Первым учителем М. Е. Салтыкова был крепостной человек его родителей, живописец Павел Соколов; потом с ним занимались старшая сестра, священник соседнего села, гувернантка и студент Московской духовной академии. Десяти лет от роду он поступил в Московский дворянский институт, а два года спустя был переведён, как один из лучших учеников, казённокоштным воспитанником (читай: на бюджет) в Царскосельский лицей. Именно там он и начал свою деятельность графомании величия.
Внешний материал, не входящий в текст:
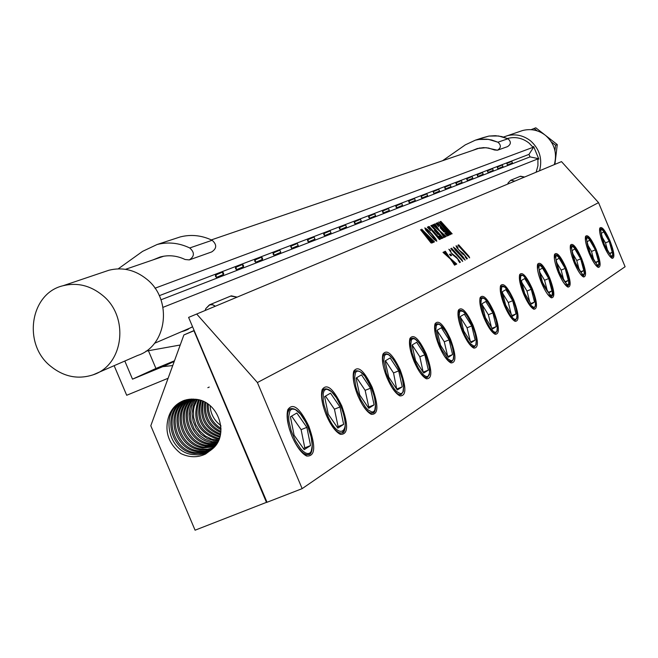 <?xml version="1.0" encoding="UTF-8"?>
<svg xmlns="http://www.w3.org/2000/svg" width="658" height="658" viewBox="0 0 658 658"><rect width="100%" height="100%" fill="white"/><g stroke="black" fill="none" stroke-linecap="round" stroke-linejoin="round"><path stroke-width="0.99" d="M425.405 228.556L429.904 234.7L434.51 239.479L436.18 240.507L435.522 239.019L431.599 234.297L427.067 229.601L425.438 228.532L426.17 230.16L429.929 234.676L436.155 240.532M424.78 227.907L427.297 229.395L431.944 234.092L436.024 239.199L436.764 241.206L434.313 239.66L425.767 230.127L424.813 227.89L427.272 229.42L431.919 234.116L435.999 239.224L436.805 241.19M194.209 330.653L267.025 502.276L302.154 488.639L625.1 266.729L598.55 202.631L257.401 382.545L196.693 314.022L188.607 317.403L194.209 330.653L183.886 334.955L150.797 425.751L195.081 530.192L266.975 502.153M598.55 202.631L561.496 161.613L196.693 314.022M451.832 233.425L452.136 233.763L451.561 234.026L441.847 225.258L450.557 234.487L449.809 234.824L438.73 221.993L449.217 231.386L440.087 221.688L440.844 221.359L452.104 233.779M447.136 235.087L447.728 234.816L443.286 229.864L442.85 230.514L444.043 232.077L440.128 227.709L441.839 229.305L442.678 229.19L438.055 224.049L437.027 224.164L438.672 226.665L436.04 223.432L437.726 222.708L448.953 235.219L447.292 235.975L444.808 233.236L446.79 235.046L447.728 234.816M442.332 234.824L439.906 231.435L432.643 224.904L433.589 224.493L438.812 229.913L434.206 224.23L434.987 223.893L439.47 230.539L446.206 236.477L445.211 236.929L440.58 232.068L444.767 237.135L444.002 237.489L442.332 234.824M441.37 237.719L441.855 237.497L437.397 232.529L437.101 233.138L438.203 234.593L434.362 230.316L435.974 231.83L436.706 231.756L430.817 225.686L431.771 225.275L443.097 237.9L441.469 238.648L438.952 235.877L440.95 237.645L441.855 237.497M429.008 228.943L427.371 227.174L429.106 226.426L440.473 239.101L439.478 239.553L429.51 227.898L428.514 228.096L430.324 230.728M432.01 242.975L431.023 242.934L420.561 229.708L428.49 237.653L421.729 229.206L434.477 241.848L433.647 242.226L424.533 232.529L429.641 238.805L433.408 242.333L432.536 242.736L423.439 233.006L432.01 242.975M468.57 255.839L469.631 257.878L457.894 245.228L458.692 244.842L468.57 255.839M467.402 258.635L466.654 259.022L464.614 255.304L462.319 253.807L456.751 247.548L456.01 245.821L456.66 246.043L457.886 247.318L456.701 246.849L458.79 249.876L463.421 253.552L467.402 258.635L463.397 253.577L458.766 249.892L456.701 246.849M455.821 248.938L463.092 256.941L465.157 260.149L455.426 250.262L453.387 247.071L455.821 248.938L463.067 256.965L465.14 260.165M461.603 259.351L462.664 261.423L450.804 248.625L451.61 248.239L461.603 259.351M460.386 262.197L459.621 262.583L457.573 258.824L452.342 254.416L448.871 249.234L450.771 250.747L449.579 250.279L451.676 253.338L456.372 257.048L460.386 262.197M450.335 254.004L451.61 255.419L450.779 255.83L449.504 254.407L450.335 254.004L451.577 255.436M452.836 262.435L450.36 258.964L442.999 252.368L443.944 251.907L449.25 257.41L444.561 251.611L445.343 251.241L449.916 258.043L456.751 264.039L455.747 264.549L451.051 259.606L455.311 264.771L454.538 265.158L452.836 262.435M266.654 501.388L266.506 502.473L193.946 330.76M168.152 418.472C170.578 409.49 175.999 403.444 184.413 400.327L196.084 399.307C218.785 401.512 229.708 435.242 212.246 449.052L205.559 454.012C197.622 457.787 189.372 457.623 180.802 453.535C168.892 444.06 164.673 432.372 168.152 418.472C170.512 410.115 175.513 404.226 183.146 400.796M183.763 400.566C159.45 410.123 167.058 451.972 192.531 454.563L198.181 454.851L202.779 454.102L208.874 451.52L212.246 449.052M184.659 400.253C161.366 410.502 169.443 450.919 194.242 453.452L202.524 453.411L206.916 452.178L210.782 450.236M185.293 400.056C162.691 410.748 171.064 450.195 195.41 452.696L203.741 452.638L211.308 449.833M186.214 399.801C164.64 411.102 173.416 449.151 197.104 451.594L204.399 451.692L212.049 449.217M186.864 399.645C165.997 411.332 175.02 448.427 198.264 450.837L205.6 450.919L212.559 448.772M187.818 399.455C167.979 411.678 177.347 447.374 199.958 449.735L207.163 449.833L213.274 448.098M213.562 447.802L207.459 449.184L201.109 448.986C178.935 446.659 169.353 411.892 188.476 399.34M189.455 399.209C171.368 412.212 181.238 445.606 202.787 447.901L214.434 446.881M214.886 446.354L203.931 447.152C182.809 444.89 172.774 412.426 190.137 399.135M191.149 399.069C174.822 412.739 185.087 443.837 205.6 446.066L215.528 445.556M215.947 444.997L206.735 445.326C186.65 443.122 176.245 412.936 191.848 399.044M192.884 399.044C178.326 413.24 188.912 442.077 208.397 444.249L216.548 444.134M216.943 443.525L209.532 443.508C190.458 441.353 179.774 413.438 193.608 399.069M194.678 399.143C181.888 413.759 192.712 440.309 211.177 442.439L217.502 442.595M217.864 441.937L212.304 441.707L205.222 439.388L198.979 434.971L194.11 428.819L191.133 421.548L190.302 413.75L191.799 405.904L195.418 399.225M196.528 399.373L193.263 406.068L192.078 413.75L193.098 421.285L196.142 428.284L200.953 434.19L207.056 438.417L213.94 440.646L218.374 440.934M218.703 440.21L211.629 439.092L205.189 435.925L199.736 430.965L195.763 424.616L193.633 417.46L193.526 409.959L194.291 406.2L197.301 399.513M207.838 387.685L209.236 387.069M198.445 399.76C191.708 419.286 197.787 432.322 216.679 438.861L219.155 439.125M219.443 438.343L217.798 438.138C199.374 431.911 193.189 419.187 199.251 399.965M200.451 400.319C195.368 419.072 201.693 431.327 219.41 437.085L219.838 437.151M201.299 400.607C196.865 418.743 203.133 430.636 220.085 436.287M202.557 401.092C199.045 417.912 204.992 429.205 220.397 434.971M203.454 401.479C200.542 417.361 206.258 428.202 220.586 434.009M204.794 402.137C202.73 416.563 208.068 426.697 220.817 432.528M205.757 402.655C204.243 416.045 209.302 425.636 220.932 431.442M207.221 403.551C206.464 415.313 211.062 424.04 221.022 429.723M208.282 404.275C208.002 414.861 212.254 422.913 221.03 428.432M220.858 425.742L220.389 425.965L220.915 426.335M220.833 425.537C214.187 420.569 210.601 413.94 210.083 405.665M302.154 488.639L257.401 382.545M194.143 330.497L183.886 334.955M609.999 240.861C605.195 230.201 601.799 225.949 599.8 228.096C599.076 231.229 600.31 236.814 603.493 244.858C606.766 252.45 609.653 256.949 612.154 258.355C615.016 258.076 614.292 252.244 609.999 240.861M596.156 249.374C591.197 238.385 587.66 234.042 585.554 236.362C584.789 239.627 586.039 245.376 589.288 253.601C592.644 261.341 595.622 265.947 598.237 267.403C601.28 267.148 600.59 261.136 596.156 249.374M581.54 258.364C576.4 247.021 572.723 242.596 570.502 245.097C569.688 248.51 570.947 254.424 574.278 262.838C577.708 270.742 580.784 275.455 583.514 276.969C586.771 276.73 586.114 270.528 581.54 258.364M558.379 272.618C561.883 280.695 565.066 285.514 567.928 287.094C571.407 286.88 570.79 280.473 566.077 267.88C560.748 256.168 556.907 251.652 554.562 254.35C553.699 257.92 554.974 264.006 558.379 272.618M541.518 282.989C545.104 291.239 548.394 296.19 551.396 297.827C555.122 297.638 554.554 291.025 549.685 277.964C544.15 265.848 540.136 261.251 537.652 264.162C536.739 267.905 538.03 274.18 541.518 282.989M523.604 294.011C527.272 302.45 530.677 307.516 533.827 309.227C537.833 309.071 537.323 302.228 532.281 288.673C526.523 276.13 522.329 271.441 519.688 274.592C518.726 278.515 520.026 284.988 523.604 294.011M504.53 305.748C508.28 314.376 511.817 319.574 515.115 321.351C519.433 321.244 518.989 314.146 513.775 300.056C507.77 287.061 503.37 282.274 500.574 285.704C499.545 289.816 500.861 296.503 504.53 305.748M484.181 318.266C488.022 327.092 491.69 332.43 495.161 334.289C499.817 334.223 499.447 326.861 494.051 312.196C487.784 298.707 483.161 293.83 480.184 297.556C479.09 301.882 480.422 308.791 484.181 318.266M462.426 331.657C466.366 340.671 470.166 346.157 473.826 348.107C478.868 348.098 478.588 340.449 472.979 325.159C466.432 311.144 461.571 306.167 458.379 310.231C457.22 314.795 458.568 321.935 462.426 331.657M439.108 345.993C443.155 355.23 447.103 360.864 450.96 362.903C456.43 362.961 456.249 354.999 450.434 339.034C443.574 324.443 438.442 319.369 435.028 323.818C433.795 328.63 435.16 336.024 439.108 345.993M414.071 361.398C418.208 370.849 422.321 376.647 426.384 378.794C432.339 378.926 432.29 370.635 426.236 353.914C419.039 338.706 413.611 333.54 409.95 338.418C408.634 343.509 410.008 351.166 414.071 361.398M387.101 377.996C391.346 387.669 395.623 393.632 399.916 395.894C406.422 396.116 406.521 387.463 400.212 369.928C392.637 354.045 386.879 348.789 382.94 354.16C381.541 359.539 382.923 367.485 387.101 377.996M357.96 395.919C362.319 405.821 366.769 411.957 371.318 414.343C378.44 414.68 378.72 405.632 372.14 387.2C364.145 370.577 358.026 365.239 353.765 371.17C352.277 376.87 353.675 385.127 357.96 395.919M326.393 415.346C330.859 425.471 335.506 431.804 340.326 434.321C348.156 434.79 348.641 425.307 341.765 405.887C333.31 388.459 326.779 383.038 322.165 389.61C320.569 395.672 321.984 404.251 326.393 415.346M292.078 436.46C296.659 446.823 301.504 453.346 306.603 456.019C315.264 456.644 315.996 446.692 308.808 426.162C299.826 407.853 292.826 402.359 287.817 409.687C286.115 416.136 287.538 425.06 292.078 436.46M290.055 408.939L287.456 411.044M290.408 416.81L294.101 435.209L304.243 449.636L310.56 445.581L306.858 427.363L296.84 413.018L290.408 416.81M303.544 448.649L304.794 447.851L301.109 429.641L291.626 416.095M310.56 445.581L304.794 447.851M306.858 427.363L301.109 429.641M304.794 454.974L308.947 454.464L311.39 451.01M324.09 389.182L321.811 390.934M324.591 396.634L328.252 414.203L337.834 428.111L343.649 424.385L339.98 406.989L330.505 393.147L324.591 396.634M337.176 427.157L338.089 426.581L334.437 409.186L325.471 396.116M343.649 424.385L338.089 426.581M339.98 406.989L334.437 409.186M338.615 433.334L342.242 432.808L344.405 429.74M355.435 371.005L353.428 372.461M356.06 378.07L359.671 394.866L368.751 408.297L374.114 404.867L370.487 388.22L361.513 374.854L356.06 378.07M368.135 407.376L368.751 406.981L365.149 390.342L356.644 377.725M374.114 404.867L368.751 406.981M370.487 388.22L365.149 390.342M369.706 413.413L372.889 412.87L374.813 410.123M384.379 354.21L382.611 355.419M385.103 360.929L388.681 377.026L397.3 390.005L402.26 386.83L398.682 370.873L390.153 357.952L385.103 360.929M396.708 389.117L393.525 372.93L385.448 360.724M402.26 386.83L397.078 388.878M398.682 370.873L393.525 372.93M398.386 394.997L401.199 394.455L402.918 391.987M410.798 338.73L409.63 339.66M412.015 345.047L415.535 360.502L423.744 373.061L428.342 370.117L424.813 354.794L416.695 342.283L412.015 345.047M423.184 372.206L419.829 356.784L412.138 344.973M428.342 370.117L423.333 372.107M424.813 354.794L419.829 356.784M424.928 377.939L427.157 377.503M436.122 324.188L434.724 325.036M437.002 330.3L440.473 345.154L448.304 357.327L452.581 354.58L449.11 339.849L441.353 327.733L437.002 330.3M447.711 356.406L444.282 341.782L437.052 330.513M452.581 354.58L447.769 356.496M449.11 339.849L444.282 341.782M449.554 362.081L451.783 361.555L448.731 360.872L444.792 356.718M459.333 310.724L458.083 311.423M460.271 316.564L463.693 330.875L471.177 342.67L475.166 340.112L471.745 325.916L464.334 314.17L460.271 316.564M470.305 341.305L467.065 327.791L460.46 317.353M475.166 340.112L470.684 341.897M471.745 325.916L467.065 327.791M472.477 347.309L474.476 346.799L471.802 346.24L468.307 342.67M481.014 298.148L479.888 298.732M482.001 303.749L485.365 317.534L492.529 328.984L496.255 326.598L492.891 312.904L485.793 301.504L482.001 303.749M491.411 327.199L488.359 314.73L482.322 305.057M496.255 326.598L492.077 328.268M492.891 312.904L488.359 314.73M493.87 333.516L495.663 333.014L493.303 332.553L490.202 329.469M501.306 286.378L500.294 286.855M502.325 291.749L505.64 305.065L512.508 316.185L516.004 313.948L512.689 300.722L505.879 289.652L502.325 291.749M511.159 313.998L508.289 302.499L502.778 293.558M516.004 313.948L512.089 315.511M512.689 300.722L508.289 302.499M513.865 320.602L515.494 320.117L510.633 317.049M520.33 275.34L519.425 275.735M521.383 280.505L524.648 293.369L531.245 304.177L534.526 302.08L531.269 289.298L524.722 278.531L521.383 280.505M529.682 301.619L526.984 291.025L521.959 282.767M534.526 302.08L530.858 303.552M531.269 289.298L526.984 291.025M532.618 308.487L534.082 308.018L529.739 305.345M538.672 264.68L537.397 265.289M539.297 269.936L542.505 282.389L548.846 292.9L551.93 290.926L548.731 278.556L542.439 268.077L539.297 269.936M547.086 289.981L544.569 280.234L539.988 272.626M551.93 290.926L548.484 292.308M548.731 278.556L544.569 280.234M550.22 297.103L551.56 296.651L547.67 294.315M555.484 254.917L554.307 255.46M556.15 259.984L559.308 272.05L565.419 282.282L568.323 280.415L565.173 268.439L559.111 258.24L556.15 259.984M563.47 279.025L561.126 270.068L556.964 263.085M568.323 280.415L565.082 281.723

В 1844 году окончил лицей по второму разряду (то есть с чином X класса, зацените - карьерный рост), 17 из 22 учеников были исключены, так как поведение их аттестовалось не более как «довольно хорошим»: к обычным школьным проступкам (грубость, курение, небрежность в одежде) у Щедрина присоединялось «писание стихов» «неодобрительного» содержания. В лицее под влиянием свежих ещё тогда Пушкинских преданий каждый курс имел своего поэта; на XIII курсе эту роль играл Салтыков. Несколько его стихотворений было помещено в «Библиотеке для чтения» 1841 и 1842 годов, когда он был ещё лицеистом; другие, напечатанные в «Современнике» (ред. Плетнёва) в 1844 и 1845 годах, написаны им также ещё в лицее; все эти стихотворения перепечатаны в «Материалах для биографии М. Е. Салтыкова», приложенных к полному собранию его сочинений. До-до-до, дорогой анон, в 18 лет сабж уже пришёл к успеху! А ты осилил это в свои 18 лет?
Начало пейсоты[править]
Ни одно из стихотворений Михаила Салтыкова (отчасти переводных, отчасти оригинальных) не носит на себе следов таланта; позднейшие по времени даже уступают более ранним. М. Е. Салтыков скоро понял, что у него нет призвания к поэзии, перестал писать стихи и не любил, когда ему о них напоминали. Однако в этих ученических упражнениях чувствуется искреннее настроение, большей частью грустное, меланхоличное (в тот период у знакомых Салтыков слыл под именем «мрачного лицеиста»). Не смотря на свой успех в карьере, пейсательствовать он ещё не умел. Но сабж быстро понял, что надо что-то сделать, чтобы нормально пейсательствовать начать.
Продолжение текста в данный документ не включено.